# Items listed in a dataset
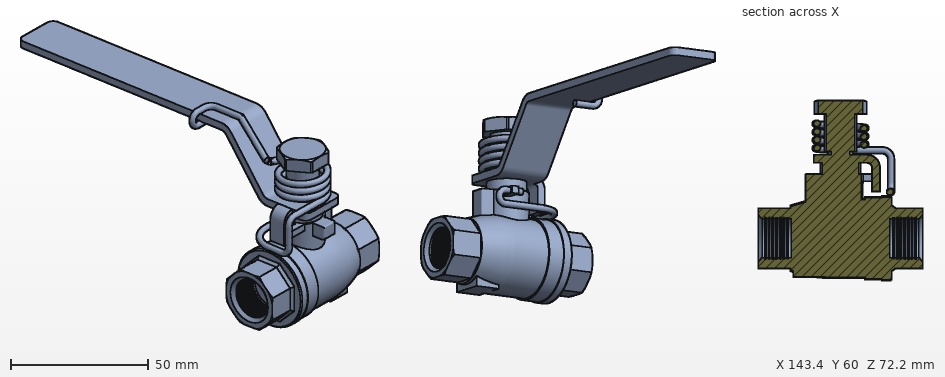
import cadquery as cq
import math


OVERALL_WIDTH = 143.4
OVERALL_HEIGHT = 72.21
HALF_LENGTH = 60.0 / 2

BARREL_RADIUS = 29.0 / 2
SHOULDER_RADIUS = 30.2 / 2
FLANGE_RADIUS = 30.8 / 2
CONE_END_RADIUS = 12.0
CONE_MID_RADIUS = 13.5
CONE_END_Y = 18.2
CONE_MID_Y = 13.0
BARREL_BACK_Y = 5.5
BARREL_FRONT_Y = -8.9
FLANGE_BACK_Y = -15.0
FLANGE_FRONT_Y = -18.7
FLANGE_CHAMFER = 0.5

OCTAGON_FLATS = 22.0
COLLAR_FLATS = 24.0
COLLAR_END_Y = -20.0
OCTAGON_RIM_RADIUS = 22.4 / 2
OCTAGON_CHAMFER = 0.45

BORE_RADIUS = 15.1 / 2
THREAD_RADIUS = 16.37 / 2
BORE_MOUTH_RADIUS = 18.0 / 2
BORE_DEPTH = 12.0
THREAD_PITCH = 1.337
THREAD_COUNT = 7
FIRST_THREAD_DEPTH = 2.7

PAD_HALF_WIDTH = 6.7
PAD_BACK_Y = 17.2
PAD_FRONT_Y = 7.6
PAD_BOTTOM_Z = -14.1

BONNET_RADIUS = 16.37 / 2
BONNET_TOP_Z = 23.4
STEM_RADIUS = 14.75 / 2
LUG_REACH = 12.8
LUG_HALF_WIDTH = 3.2
LUG_EDGE_RADIUS = 0.5
SIDE_LUG_BOTTOM_Z = 18.1
BACK_LUG_BOTTOM_Z = 10.0
BAR_BOTTOM_Z = 20.7
BAR_INNER_OFFSET = 3.0
BAR_OUTER_OFFSET = 5.8

LEVER_THICKNESS = 3.0
LEVER_HALF_WIDTH = 9.75
LEVER_GRIP_TOP_Z = 54.2
LEVER_HUB_TOP_Z = 30.4
LEVER_TIP_X = FLANGE_RADIUS - OVERALL_WIDTH
LEVER_HUB_END_X = 10.1
LEVER_UPPER_BEND_X = -27.7
LEVER_LOWER_BEND_X = -9.8
LEVER_BEND_RADIUS = 6.0
LEVER_CORNER_RADIUS = 2.8
TAB_HALF_WIDTH = 3.3
TAB_OUTER_Y = -14.4
TAB_BOTTOM_Z = 17.0
TAB_BEND_RADIUS = 4.7

BOLT_NECK_RADIUS = 4.5
BOLT_SHANK_RADIUS = 12.0 / 2
BOLT_SHANK_BOTTOM_Z = 31.5
BOLT_HEAD_BOTTOM_Z = 45.2
BOLT_HEAD_TOP_Z = 50.2
BOLT_HEAD_FLATS = 17.0
BOLT_HEAD_CORNER_RADIUS = 9.6
BOLT_HEAD_TOP_RADIUS = 8.4
BOLT_HEAD_CHAMFER = 0.5

WIRE_RADIUS = 2.5 / 2
COIL_RADIUS = 9.0
COIL_BOTTOM_Z = 32.0
COIL_TOP_Z = 42.1
COIL_FULL_TURNS = 3
HOOK_X = -41.0
HOOK_BOTTOM_Z = 50.0
WIRE_TOP_Z = OVERALL_HEIGHT - FLANGE_RADIUS - WIRE_RADIUS
HOOK_END_Y = -3.3
HOOK_TURN_Y = -10.9
HOOK_BEND_RADIUS = 3.2
ARM_Y = -3.8
ARM_UPPER_BEND_X = -26.3
ARM_LOWER_BEND_X = -14.2
ARM_END_X = -12.2
LOOP_FRONT_Y = -18.4
LOOP_BOTTOM_Z = 16.9
LOOP_BEND_RADIUS = 3.2
LOOP_SIDE_RADIUS = 10.8
CATCH_TOP_Z = 22.0
CATCH_TURN_Y = 7.4
CATCH_END_Y = 0.4
LENGTH_TOLERANCE = 1e-6


def box(x_range, y_range, z_range):
    """Axis-aligned block between the given limits."""
    sizes = [high - low for low, high in (x_range, y_range, z_range)]
    return cq.Workplane("XY").box(*sizes, centered=False).translate((x_range[0], y_range[0], z_range[0]))


def cylinder(radius, bottom_z, top_z):
    """Cylinder on the stem axis."""
    return cq.Workplane("XY").workplane(offset=bottom_z).circle(radius).extrude(top_z - bottom_z)


def octagon(flats):
    """Points of an octagon with flats facing the X and Z directions."""
    corner_radius = flats / 2 / math.cos(math.pi / 8)
    angles = [math.pi / 8 + i * math.pi / 4 for i in range(8)]
    return [(corner_radius * math.cos(a), corner_radius * math.sin(a)) for a in angles]


def revolve_about_y(points):
    """Solid of revolution about Y from (radius, y) points."""
    return cq.Workplane("XY").polyline(points).close().revolve(360, (0, 0, 0), (0, 1, 0))


def make_barrel():
    return (
        cq.Workplane("XY")
        .moveTo(0, CONE_END_Y)
        .lineTo(CONE_END_RADIUS, CONE_END_Y)
        .threePointArc((CONE_MID_RADIUS, CONE_MID_Y), (BARREL_RADIUS, BARREL_BACK_Y))
        .lineTo(BARREL_RADIUS, BARREL_FRONT_Y)
        .lineTo(SHOULDER_RADIUS, BARREL_FRONT_Y)
        .lineTo(SHOULDER_RADIUS, FLANGE_BACK_Y)
        .lineTo(FLANGE_RADIUS, FLANGE_BACK_Y)
        .lineTo(FLANGE_RADIUS, FLANGE_FRONT_Y + FLANGE_CHAMFER)
        .lineTo(FLANGE_RADIUS - FLANGE_CHAMFER, FLANGE_FRONT_Y)
        .lineTo(0, FLANGE_FRONT_Y)
        .close()
        .revolve(360, (0, 0, 0), (0, 1, 0))
    )


def make_pipe_ends():
    """Octagonal bar over the full length, chamfered at both ends, plus the tapered front collar."""
    bar = (
        cq.Workplane("XZ", origin=(0, HALF_LENGTH, 0))
        .polyline(octagon(OCTAGON_FLATS)).close().extrude(2 * HALF_LENGTH)
    )
    inner_y = HALF_LENGTH - OCTAGON_CHAMFER
    full_radius = COLLAR_FLATS / 2
    envelope = revolve_about_y([
        (0, HALF_LENGTH), (OCTAGON_RIM_RADIUS, HALF_LENGTH), (full_radius, inner_y),
        (full_radius, -inner_y), (OCTAGON_RIM_RADIUS, -HALF_LENGTH), (0, -HALF_LENGTH),
    ])
    collar = (
        cq.Workplane("XZ", origin=(0, FLANGE_FRONT_Y, 0))
        .polyline(octagon(COLLAR_FLATS)).close()
        .workplane(offset=FLANGE_FRONT_Y - COLLAR_END_Y)
        .polyline(octagon(OCTAGON_FLATS)).close().loft(ruled=True)
    )
    return bar.intersect(envelope).union(collar)


def make_bore_cutter():
    """Grooved blind bore opening at the -Y end."""
    mouth_depth = BORE_MOUTH_RADIUS - BORE_RADIUS
    groove_depth = THREAD_RADIUS - BORE_RADIUS
    points = [(0, -HALF_LENGTH), (BORE_MOUTH_RADIUS, -HALF_LENGTH), (BORE_RADIUS, -HALF_LENGTH + mouth_depth)]
    for i in range(THREAD_COUNT):
        groove_y = -HALF_LENGTH + FIRST_THREAD_DEPTH + i * THREAD_PITCH
        points.append((BORE_RADIUS, groove_y - groove_depth / 2))
        points.append((THREAD_RADIUS, groove_y))
        points.append((BORE_RADIUS, groove_y + groove_depth / 2))
    points.append((BORE_RADIUS, -HALF_LENGTH + BORE_DEPTH))
    points.append((0, -HALF_LENGTH + BORE_DEPTH))
    return revolve_about_y(points)


def make_body():
    pad = box((-PAD_HALF_WIDTH, PAD_HALF_WIDTH), (PAD_FRONT_Y, PAD_BACK_Y), (PAD_BOTTOM_Z, 0))
    bore = make_bore_cutter()
    body = make_barrel().union(make_pipe_ends()).union(pad)
    return body.cut(bore).cut(bore.mirror("XZ"))


def make_bonnet():
    """Round bonnet on the barrel with stop lugs on four sides."""
    wide = (-LUG_HALF_WIDTH, LUG_HALF_WIDTH)
    back_lug = box(wide, (0, LUG_REACH), (BACK_LUG_BOTTOM_Z, BONNET_TOP_Z))
    back_lug = back_lug.faces(">Y").edges().fillet(LUG_EDGE_RADIUS)
    right_lug = box((0, LUG_REACH), wide, (SIDE_LUG_BOTTOM_Z, BONNET_TOP_Z))
    right_lug = right_lug.faces(">X").edges().fillet(LUG_EDGE_RADIUS)
    narrow = (BAR_INNER_OFFSET, BAR_OUTER_OFFSET)
    left_bar = box((-LUG_REACH, 0), narrow, (BAR_BOTTOM_Z, BONNET_TOP_Z))
    front_bar = box(narrow, (-LUG_REACH, 0), (BAR_BOTTOM_Z, BONNET_TOP_Z))
    bonnet = cylinder(BONNET_RADIUS, 0, BONNET_TOP_Z)
    for lug in (back_lug, right_lug, left_bar, front_bar):
        bonnet = bonnet.union(lug)
    return bonnet


def make_lever():
    """Cranked flat lever with a tab folded down at the front of its hub."""
    drop = LEVER_GRIP_TOP_Z - LEVER_HUB_TOP_Z
    slope = math.atan2(drop, LEVER_LOWER_BEND_X - LEVER_UPPER_BEND_X)
    bend_shift = LEVER_THICKNESS * math.tan(slope / 2)
    grip_bottom_z = LEVER_GRIP_TOP_Z - LEVER_THICKNESS
    hub_bottom_z = LEVER_HUB_TOP_Z - LEVER_THICKNESS
    side = [
        (LEVER_TIP_X, LEVER_GRIP_TOP_Z),
        (LEVER_UPPER_BEND_X, LEVER_GRIP_TOP_Z),
        (LEVER_LOWER_BEND_X, LEVER_HUB_TOP_Z),
        (LEVER_HUB_END_X, LEVER_HUB_TOP_Z),
        (LEVER_HUB_END_X, hub_bottom_z),
        (LEVER_LOWER_BEND_X - bend_shift, hub_bottom_z),
        (LEVER_UPPER_BEND_X - bend_shift, grip_bottom_z),
        (LEVER_TIP_X, grip_bottom_z),
    ]
    lever = (
        cq.Workplane("XZ", origin=(0, LEVER_HALF_WIDTH, 0))
        .polyline(side).close().extrude(2 * LEVER_HALF_WIDTH)
    )
    lever = lever.edges("|Z").fillet(LEVER_CORNER_RADIUS)

    upper_x = LEVER_UPPER_BEND_X
    lower_x = LEVER_LOWER_BEND_X
    inner_radius = LEVER_BEND_RADIUS - LEVER_THICKNESS
    for x, z, radius in (
        (upper_x, LEVER_GRIP_TOP_Z, LEVER_BEND_RADIUS),
        (upper_x - bend_shift, grip_bottom_z, inner_radius),
        (lower_x, LEVER_HUB_TOP_Z, inner_radius),
        (lower_x - bend_shift, hub_bottom_z, LEVER_BEND_RADIUS),
    ):
        lever = lever.edges(cq.NearestToPointSelector((x, 0, z))).fillet(radius)

    tab_inner_y = TAB_OUTER_Y + LEVER_THICKNESS
    tab = (
        cq.Workplane("YZ", origin=(-TAB_HALF_WIDTH, 0, 0))
        .moveTo(0, LEVER_HUB_TOP_Z)
        .lineTo(TAB_OUTER_Y + TAB_BEND_RADIUS, LEVER_HUB_TOP_Z)
        .tangentArcPoint((TAB_OUTER_Y, LEVER_HUB_TOP_Z - TAB_BEND_RADIUS), relative=False)
        .lineTo(TAB_OUTER_Y, TAB_BOTTOM_Z)
        .lineTo(tab_inner_y, TAB_BOTTOM_Z)
        .lineTo(tab_inner_y, LEVER_HUB_TOP_Z - TAB_BEND_RADIUS)
        .tangentArcPoint((TAB_OUTER_Y + TAB_BEND_RADIUS, hub_bottom_z), relative=False)
        .lineTo(0, hub_bottom_z)
        .close()
        .extrude(2 * TAB_HALF_WIDTH)
    )
    return lever.union(tab)


def make_stem_bolt():
    """Stem through the lever, shank, and hexagon head with its corners turned off."""
    stem = cylinder(STEM_RADIUS, BONNET_TOP_Z, LEVER_HUB_TOP_Z)
    neck = cylinder(BOLT_NECK_RADIUS, LEVER_HUB_TOP_Z, BOLT_SHANK_BOTTOM_Z)
    shank = cylinder(BOLT_SHANK_RADIUS, BOLT_SHANK_BOTTOM_Z, BOLT_HEAD_BOTTOM_Z)
    head_height = BOLT_HEAD_TOP_Z - BOLT_HEAD_BOTTOM_Z
    hexagon = (
        cq.Workplane("XY", origin=(0, 0, BOLT_HEAD_BOTTOM_Z))
        .polygon(6, BOLT_HEAD_FLATS, circumscribed=True).extrude(head_height)
    )
    turned = (
        cq.Workplane("XZ")
        .polyline([
            (0, BOLT_HEAD_BOTTOM_Z),
            (BOLT_HEAD_CORNER_RADIUS, BOLT_HEAD_BOTTOM_Z),
            (BOLT_HEAD_CORNER_RADIUS, BOLT_HEAD_TOP_Z - BOLT_HEAD_CHAMFER),
            (BOLT_HEAD_TOP_RADIUS, BOLT_HEAD_TOP_Z),
            (0, BOLT_HEAD_TOP_Z),
        ])
        .close().revolve(360, (0, 0, 0), (0, 1, 0))
    )
    return stem.union(neck).union(shank).union(hexagon.intersect(turned))


def sweep_wire(path, start, direction):
    """Round wire swept along a path of edges."""
    section = cq.Workplane(cq.Plane(origin=start, normal=direction)).circle(WIRE_RADIUS)
    return section.sweep(cq.Workplane(obj=path), transition="round")


def rounded_path(points, radii):
    """Wire through the points, with each inner corner rounded by the radius listed for it (0 = sharp)."""
    vectors = [cq.Vector(*p) for p in points]
    edges = []
    last = vectors[0]
    for before, corner, after, radius in zip(vectors, vectors[1:], vectors[2:], radii):
        back = (before - corner).normalized()
        ahead = (after - corner).normalized()
        half_angle = back.getAngle(ahead) / 2
        setback = radius / math.tan(half_angle)
        arc_start = corner + back * setback
        if (arc_start - last).Length > LENGTH_TOLERANCE:
            edges.append(cq.Edge.makeLine(last, arc_start))
        last = arc_start
        if radius > 0:
            middle_gap = radius / math.sin(half_angle) - radius
            arc_middle = corner + (back + ahead).normalized() * middle_gap
            last = corner + ahead * setback
            edges.append(cq.Edge.makeThreePointArc(arc_start, arc_middle, last))
    edges.append(cq.Edge.makeLine(last, vectors[-1]))
    return cq.Wire.assembleEdges(edges)


ARM_DISTANCE = math.hypot(ARM_END_X, ARM_Y)
ARM_ANGLE = math.atan2(ARM_Y, ARM_END_X) + 2 * math.pi
COIL_END_ANGLE = ARM_ANGLE - math.acos(COIL_RADIUS / ARM_DISTANCE)


def make_hook_arm():
    """Hook round the lever edge, then along the lever and down to the coil."""
    turn_radius = (WIRE_TOP_Z - HOOK_BOTTOM_Z) / 2
    turn_tip_y = HOOK_TURN_Y - turn_radius
    coil_end = (COIL_RADIUS * math.cos(COIL_END_ANGLE), COIL_RADIUS * math.sin(COIL_END_ANGLE), COIL_TOP_Z)
    points = [
        (HOOK_X, HOOK_END_Y, HOOK_BOTTOM_Z),
        (HOOK_X, turn_tip_y, HOOK_BOTTOM_Z),
        (HOOK_X, turn_tip_y, WIRE_TOP_Z),
        (HOOK_X, ARM_Y, WIRE_TOP_Z),
        (ARM_UPPER_BEND_X, ARM_Y, WIRE_TOP_Z),
        (ARM_LOWER_BEND_X, ARM_Y, COIL_TOP_Z),
        (ARM_END_X, ARM_Y, COIL_TOP_Z),
        coil_end,
    ]
    path = rounded_path(points, [turn_radius, turn_radius, HOOK_BEND_RADIUS, 0, 0, 0])
    return sweep_wire(path, points[0], (0, -1, 0))


def make_coil():
    turns = COIL_FULL_TURNS + COIL_END_ANGLE / (2 * math.pi)
    height = COIL_TOP_Z - COIL_BOTTOM_Z
    helix = cq.Wire.makeHelix(height / turns, height, COIL_RADIUS, center=cq.Vector(0, 0, COIL_BOTTOM_Z))
    return (
        cq.Workplane("XZ", origin=(COIL_RADIUS, 0, COIL_BOTTOM_Z)).circle(WIRE_RADIUS)
        .sweep(cq.Workplane(obj=helix), isFrenet=True)
    )


def make_lower_loop():
    """From the coil forward and down, round the front-left of the bonnet, to the catch on the left bar."""
    turn_radius = (CATCH_TOP_Z - LOOP_BOTTOM_Z) / 2
    turn_tip_y = CATCH_TURN_Y + turn_radius
    side_x = -LOOP_SIDE_RADIUS
    points = [
        (COIL_RADIUS, 0, COIL_BOTTOM_Z),
        (COIL_RADIUS, LOOP_FRONT_Y, COIL_BOTTOM_Z),
        (COIL_RADIUS, LOOP_FRONT_Y, LOOP_BOTTOM_Z),
        (side_x, LOOP_FRONT_Y, LOOP_BOTTOM_Z),
        (side_x, turn_tip_y, LOOP_BOTTOM_Z),
        (side_x, turn_tip_y, CATCH_TOP_Z),
        (side_x, CATCH_END_Y, CATCH_TOP_Z),
    ]
    radii = [LOOP_BEND_RADIUS, LOOP_BEND_RADIUS, LOOP_SIDE_RADIUS, turn_radius, turn_radius]
    return sweep_wire(rounded_path(points, radii), points[0], (0, -1, 0))


result = make_body()
for piece in (make_bonnet(), make_stem_bolt(), make_lever(), make_hook_arm(), make_coil(), make_lower_loop()):
    result = result.union(piece)

# Action item
Begin at the line that has "LUG_REACH), (BACK_LUG_BOTTOM_Z, BONNET_TOP_Z))" in the entries above; stop after the line that has "narrow = (BAR_INNER_OFFSET, BAR_OUTER_OFFSET)". Transcribe exactly those lines and no others.

# Answer to this exercise
    back_lug = box(wide, (0, LUG_REACH), (BACK_LUG_BOTTOM_Z, BONNET_TOP_Z))
    back_lug = back_lug.faces(">Y").edges().fillet(LUG_EDGE_RADIUS)
    right_lug = box((0, LUG_REACH), wide, (SIDE_LUG_BOTTOM_Z, BONNET_TOP_Z))
    right_lug = right_lug.faces(">X").edges().fillet(LUG_EDGE_RADIUS)
    narrow = (BAR_INNER_OFFSET, BAR_OUTER_OFFSET)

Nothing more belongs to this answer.